我今天有一个挑战。使用 pandas 过滤 CSV 文件以获得下一个查询的相同结果:
SELECT *
, CASE COALESCE(first_msg_courier , 'infinity')
< COALESCE(first_msg_customer, 'infinity')
WHEN true THEN 'Courier'
WHEN false THEN 'Customer' -- ELSE null
END AS first_msg_by
, LEAST(first_msg_courier, first_msg_customer) AS conversation_start
FROM (
SELECT order_id
, city_code
, min(message_sent_time) FILTER (WHERE app_type = 'Co') AS first_msg_courier
, min(message_sent_time) FILTER (WHERE app_type = 'Cu') AS first_msg_customer
, max(message_sent_time) FILTER (WHERE app_type = 'Co') AS last_msg_courier
, max(message_sent_time) FILTER (WHERE app_type = 'Cu') AS last_msg_customer
, max(message_sent_time) - min(message_sent_time) FILTER (WHERE app_type = 'Co') AS responsive_delay_courier
, max(message_sent_time) - min(message_sent_time) FILTER (WHERE app_type = 'Cu') AS responsive_delay_customer
, count(*) FILTER (WHERE app_type = 'Co') AS num_msg_courier
, count(*) FILTER (WHERE app_type = 'Cu') AS num_msg_customer
FROM (
SELECT ccc.order_id,
ord.city_code,
left(ccc.sender_app_type, 2) AS app_type,
ccc.message_sent_time
FROM customer_courier_chat_messages ccc
INNER JOIN "Orders" ord
ON ccc.order_id = ord.order_id) c
GROUP BY order_id, city_code
) sub;
以我们为例的 CSV 文件是:
客户_快递_聊天_消息
sender_app_type,customer_id,from_id,to_id,chat_started_by_message,order_id,order_stage,courier_id,message_sent_time
Customer IOS,99,99,21,FALSE,555,PICKING_UP,21,9/8/22 8:02
Courier IOS,99,21,99,FALSE,555,ARRIVING,21,9/8/22 8:01
Customer IOS,99,99,21,FALSE,555,PICKING_UP,21,9/8/22 8:00
Courier Android,122,87,122,TRUE,38,ADDRESS_DELIVERY,87,9/8/22 7:55
Customer Android,43,43,75,FALSE,875,PICKING_UP,75,7/8/22 14:55
Courier Android,43,75,43,FALSE,875,ARRIVING,75,7/8/22 14:53
Customer Android,43,43,75,FALSE,875,PICKING_UP,75,7/8/22 14:51
Courier Android,43,75,43,TRUE,875,ADDRESS_DELIVERY,75,7/8/22 14:50
Customer IOS,23,23,21,FALSE,134,PICKING_UP,21,7/8/22 10:02
Courier IOS,23,21,23,FALSE,134,ARRIVING,21,7/8/22 10:01
Customer IOS,23,23,21,FALSE,134,PICKING_UP,21,7/8/22 10:00
订单.csv
order_id,city_code
38,BCN
134,OPO
555,BCN
875,VAL
我开始编码这样做:
import pandas as pd
ccc = pd.read_csv('customer_courier_chat_messages.csv')
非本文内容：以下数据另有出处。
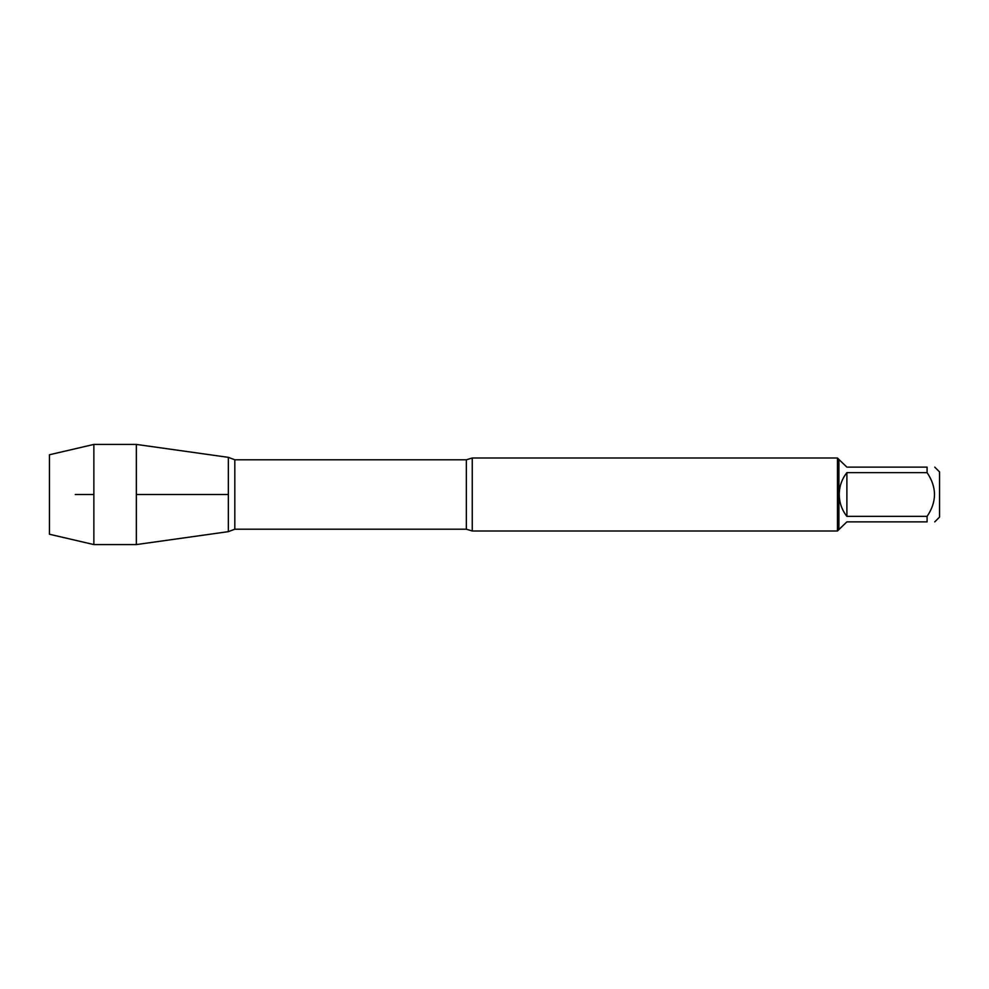 <?xml version="1.0" encoding="UTF-8"?>
<svg xmlns="http://www.w3.org/2000/svg" width="989" height="989" viewBox="0 0 989 989"><rect width="100%" height="100%" fill="white"/><g stroke="black" fill="none" stroke-linecap="round" stroke-linejoin="round"><path stroke-width="1.48" d="M934.753 467.129L939.55 471.926L939.55 517.074L934.753 521.871M927.089 467.129C936.942 467.129 936.942 467.129 927.089 467.129L927.089 472.631C936.942 487.218 936.942 501.794 927.089 516.369L927.089 521.871C936.942 521.871 936.942 521.871 927.089 521.871L846.893 521.871L838.919 529.535L838.919 459.465L846.893 467.129L927.089 467.129M927.089 472.631L846.893 472.631C841.874 479.059 839.315 486.341 839.228 494.5C839.315 502.659 841.874 509.941 846.893 516.369L927.089 516.369M472.248 458.006L472.248 530.994L837.46 530.994L837.46 458.006L472.248 458.006L466.338 459.786L234.813 459.786L234.813 529.214L228.36 531.649L228.36 457.351L228.36 531.649L136.346 544.58L136.346 494.5L228.36 494.5L136.346 494.5L136.346 444.42L228.36 457.351L234.813 459.786M846.893 516.369L846.893 472.631M93.868 544.58L49.45 534.245L49.45 454.755L93.868 444.42L93.868 544.58L136.346 544.58M93.868 494.5L75.263 494.5M472.248 530.994L466.338 529.214L466.338 459.786M466.338 529.214L234.813 529.214M838.919 459.465L837.46 458.006M838.919 529.535L837.46 530.994M93.868 444.42L136.346 444.42"/></g></svg>
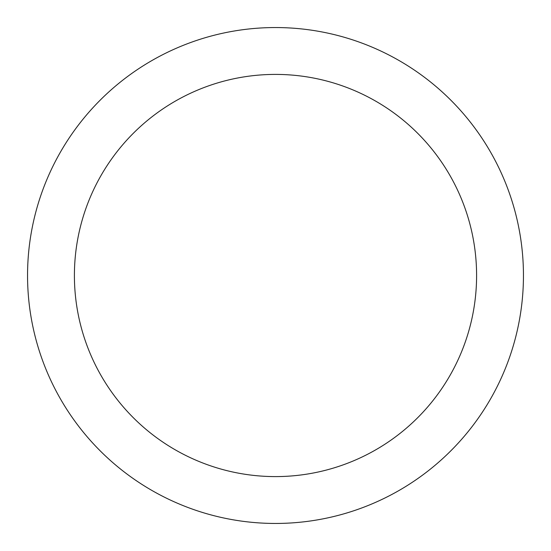 <?xml version="1.0" encoding="UTF-8"?>
<svg xmlns="http://www.w3.org/2000/svg" width="551" height="551" viewBox="0 0 551 551"><rect width="100%" height="100%" fill="white"/><g stroke="black" fill="none" stroke-linecap="round" stroke-linejoin="round"><path stroke-width="0.83" d="M275.5 74.406A201.094 201.094 0 0 1 476.594 275.5A201.094 201.094 0 0 1 275.5 476.594A201.094 201.094 0 0 1 74.406 275.5A201.094 201.094 0 0 1 275.5 74.406M275.5 27.55A247.95 247.95 0 0 1 523.45 275.5A247.95 247.95 0 0 1 275.5 523.45A247.95 247.95 0 0 1 27.55 275.5A247.95 247.95 0 0 1 275.5 27.55"/></g></svg>

ord = pd.read_csv('orders.csv')
inner_tables = pd.merge(ccc, ord, on=['order_id'], how='inner')
inner_tables['app_type'] = inner_tables.sender_app_type.astype(str).str[:2]
filter_1 = inner_tables[['order_id', 'city_code', 'app_type', 'message_sent_time']]
print(filter_1)
cols = ['order_id', 'city_code']
grouped_df1 = filter_1.groupby(cols).size()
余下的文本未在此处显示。